In 1948, Costa Rica was emerging from a brief but intense civil war, known as the "War of National Liberation," which was triggered by a disputed presidential election. The 44-day conflict, won by the rebel forces under José Figueres Ferrer, left the national economy in disarray. The pre-war period had already seen fiscal strain and monetary instability under the administrations of Rafael Ángel Calderón Guardia and Teodoro Picado Michalski, with the colón's value being managed by a currency board system that was struggling to maintain confidence.

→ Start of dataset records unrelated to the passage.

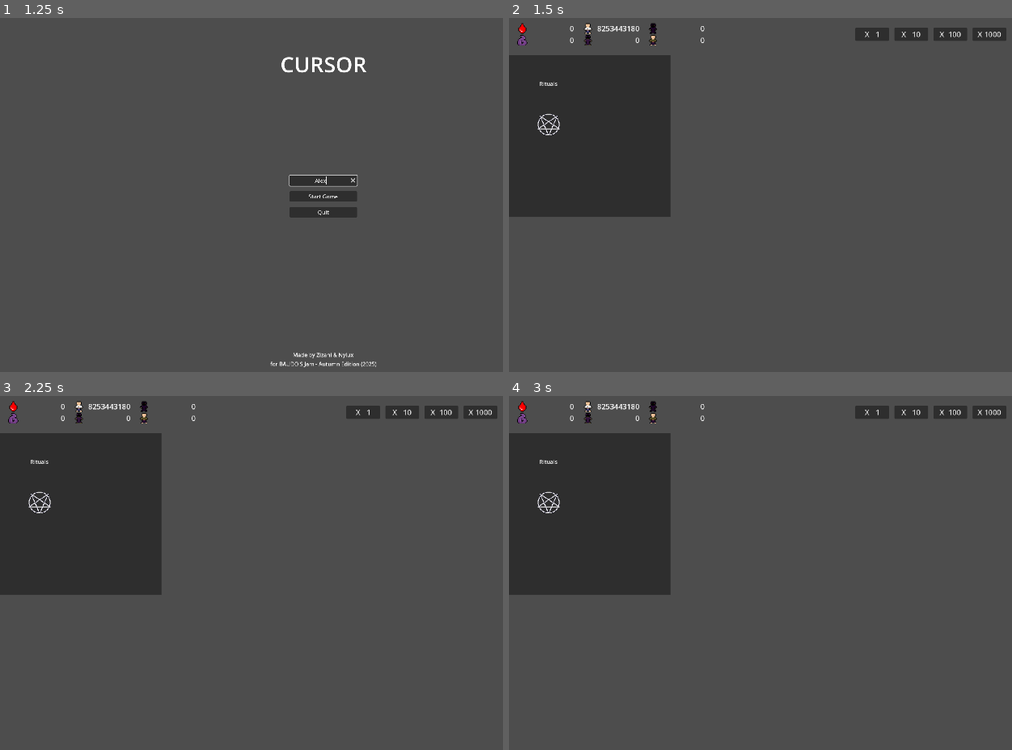
Above: before the commit, frames 1-4 (two rows, left to right).
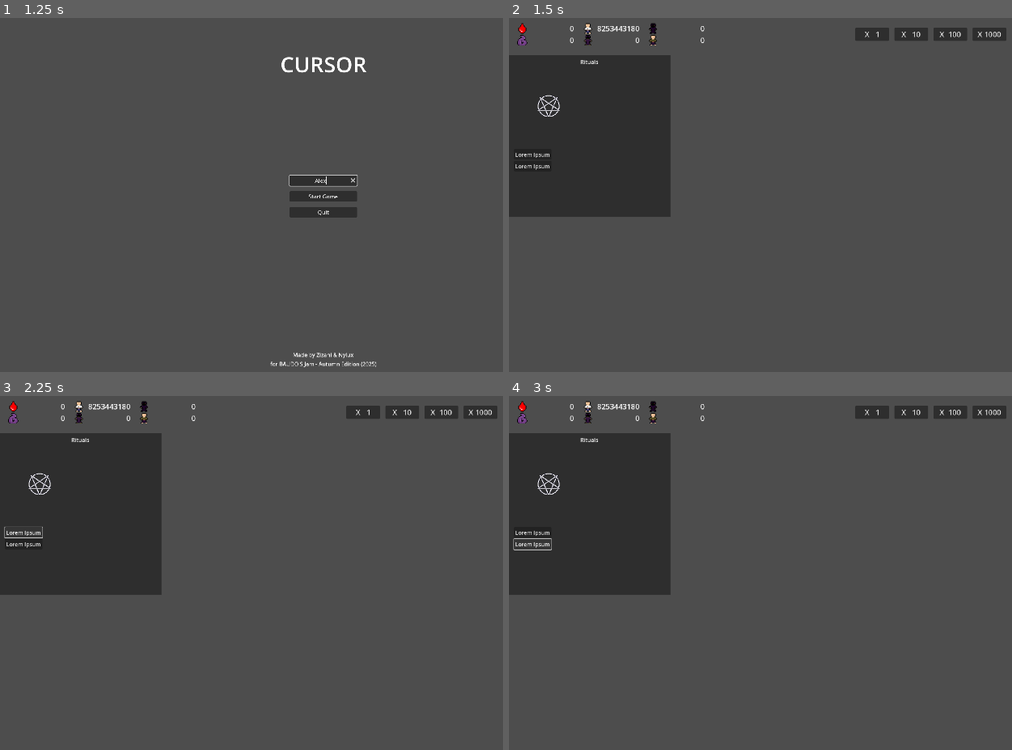
Above: after the commit, the same moments.

Repository: Nylux/CursedClicker
Game: Godot game, scene res://Scenes/main_menu.tscn
The game is run twice, just before and just after one commit, with the same random seed, the same clock (stepped at 60 frames per second) and the same inputs.
Inputs (mouse positions are in pixels of both pictures, inside the frame that each line leads up to):
- Up to frame 1 (1.25 s): click (321, 180) at 0.52 s; type "Alex" at 0.6 s
- Up to frame 2 (1.5 s): click "Start Game" at 1.25 s
- Up to frame 3 (2.25 s): click (25, 534) at 2 s, where only the run after the commit has a clickable "Lorem Ipsum"
- Up to frame 4 (3 s): click (534, 544) at 2.75 s, where only the run after the commit has a clickable "Lorem Ipsum"

Frame 1 is identical in both runs. In frame 2, 0.3% of the frame differs, in the area x 1-18%, y 11-43%; in frame 3, 0.4%; in frame 4, 0.4%, in the area x 0-18%, y 11-44%.

Commit message:
[Major] ui polish

Diff:
--- a/Scenes/template_ui.tscn
+++ b/Scenes/template_ui.tscn
@@ -1,6 +1,5 @@
-[gd_scene load_steps=4 format=3 uid="uid://d1se5bk828m00"]
+[gd_scene load_steps=3 format=3 uid="uid://d1se5bk828m00"]
 
-[ext_resource type="Texture2D" uid="uid://cxjpvbre5qoao" path="res://icon.svg" id="1_u4txr"]
 [ext_resource type="Script" uid="uid://lc43le6k2ayf" path="res://Scripts/animated_texture_rect.gd" id="2_ckvk3"]
 
 [sub_resource type="StyleBoxFlat" id="StyleBoxFlat_u4txr"]
@@ -38,25 +37,31 @@
 grow_horizontal = 2
 grow_vertical = 2
 
+[node name="MarginContainer" type="MarginContainer" parent="SubViewport/Panel/VBoxContainer"]
+layout_mode = 2
+theme_override_constants/margin_left = 8
+theme_override_constants/margin_top = 8
+theme_override_constants/margin_right = 8
+theme_override_constants/margin_bottom = 8
+
+[node name="Title" type="Label" parent="SubViewport/Panel/VBoxContainer/MarginContainer"]
+layout_mode = 2
+size_flags_vertical = 0
+text = "Lorem Ipsum"
+horizontal_alignment = 1
+
 [node name="HBoxContainer" type="HBoxContainer" parent="SubViewport/Panel/VBoxContainer"]
 layout_mode = 2
 size_flags_vertical = 3
 
 [node name="VBoxContainer" type="VBoxContainer" parent="SubViewport/Panel/VBoxContainer/HBoxContainer"]
 layout_mode = 2
-size_flags_horizontal = 6
-
-[node name="Title" type="Label" parent="SubViewport/Panel/VBoxContainer/HBoxContainer/VBoxContainer"]
-layout_mode = 2
-size_flags_horizontal = 4
-size_flags_vertical = 6
-text = "Lorem Ipsum"
+size_flags_horizontal = 3
 
 [node name="TextureRect" type="TextureRect" parent="SubViewport/Panel/VBoxContainer/HBoxContainer/VBoxContainer"]
 layout_mode = 2
 size_flags_horizontal = 4
-size_flags_vertical = 4
-texture = ExtResource("1_u4txr")
+size_flags_vertical = 6
 stretch_mode = 2
 script = ExtResource("2_ckvk3")
 
@@ -77,6 +82,29 @@
 layout_mode = 2
 size_flags_horizontal = 3
 
-[node name="Minigame" type="Control" parent="SubViewport/Panel/VBoxContainer"]
+[node name="Upgrades" type="Control" parent="SubViewport/Panel/VBoxContainer"]
 layout_mode = 2
 size_flags_vertical = 3
+
+[node name="MarginContainer" type="MarginContainer" parent="SubViewport/Panel/VBoxContainer/Upgrades"]
+layout_mode = 1
+anchors_preset = 15
+anchor_right = 1.0
+anchor_bottom = 1.0
+grow_horizontal = 2
+grow_vertical = 2
+theme_override_constants/margin_left = 16
+theme_override_constants/margin_top = 16
+theme_override_constants/margin_right = 16
+theme_override_constants/margin_bottom = 16
+
+[node name="GridContainer" type="GridContainer" parent="SubViewport/Panel/VBoxContainer/Upgrades/MarginContainer"]
+layout_mode = 2
+
+[node name="Button" type="Button" parent="SubViewport/Panel/VBoxContainer/Upgrades/MarginContainer/GridContainer"]
+layout_mode = 2
+text = "Lorem Ipsum"
+
+[node name="Button2" type="Button" parent="SubViewport/Panel/VBoxContainer/Upgrades/MarginContainer/GridContainer"]
+layout_mode = 2
+text = "Lorem Ipsum"
--- a/Scripts/altar_handler.gd
+++ b/Scripts/altar_handler.gd
@@ -4,7 +4,7 @@
 
 @export var ui: SubViewportContainer
 @export var title: String
-@onready var tilte_node = ui.get_node("SubViewport/Panel/VBoxContainer/HBoxContainer/VBoxContainer/Title")
+@onready var tilte_node = ui.get_node("SubViewport/Panel/VBoxContainer/MarginContainer/Title")
 @onready var animated_texture: AnimatedTextureRect = ui.get_node("SubViewport/Panel/VBoxContainer/HBoxContainer/VBoxContainer/TextureRect")
 @onready var stat_container = ui.get_node("SubViewport/Panel/VBoxContainer/HBoxContainer/MarginContainer")
 @onready var stat_placeholder = ui.get_node("SubViewport/Panel/VBoxContainer/HBoxContainer/Placeholder")
--- a/Scripts/rituals_handler.gd
+++ b/Scripts/rituals_handler.gd
@@ -6,7 +6,7 @@
 
 @export var ui: SubViewportContainer
 @export var title: String
-@onready var tilte_node = ui.get_node("SubViewport/Panel/VBoxContainer/HBoxContainer/VBoxContainer/Title")
+@onready var tilte_node = ui.get_node("SubViewport/Panel/VBoxContainer/MarginContainer/Title")
 @onready var animated_texture: AnimatedTextureRect = ui.get_node("SubViewport/Panel/VBoxContainer/HBoxContainer/VBoxContainer/TextureRect")
 @onready var stat_container = ui.get_node("SubViewport/Panel/VBoxContainer/HBoxContainer/MarginContainer")
 @onready var stat_placeholder = ui.get_node("SubViewport/Panel/VBoxContainer/HBoxContainer/Placeholder")

The immediate post-war currency situation was characterized by fragmentation and uncertainty. During the conflict, both the legitimate government and the rebel junta had printed their own money to finance their efforts, leading to a circulation of multiple, sometimes competing, banknotes. This proliferation of currency, combined with a significant public debt and depleted foreign reserves, created a climate of inflationary pressure and threatened the colón's stability. The banking system was also in crisis, with the privately owned Banco Internacional de Costa Rica, the nation's issuer of currency, effectively bankrupt.
Recognizing that monetary reform was foundational for national reconstruction, the victorious Founding Junta of the Second Republic, led by Figueres, moved decisively. One of its first major acts was the
nationalization of the banking system in 1948, transferring the power to issue currency from private banks to the state. This monumental step paved the way for the creation of the Central Bank of Costa Rica (
Banco Central de Costa Rica) in 1950, which would assume centralized control over monetary policy, stabilize the colón, and provide the financial architecture for the country's modern social and economic development. Thus, the crisis of 1948 directly catalyzed the creation of a sovereign monetary authority.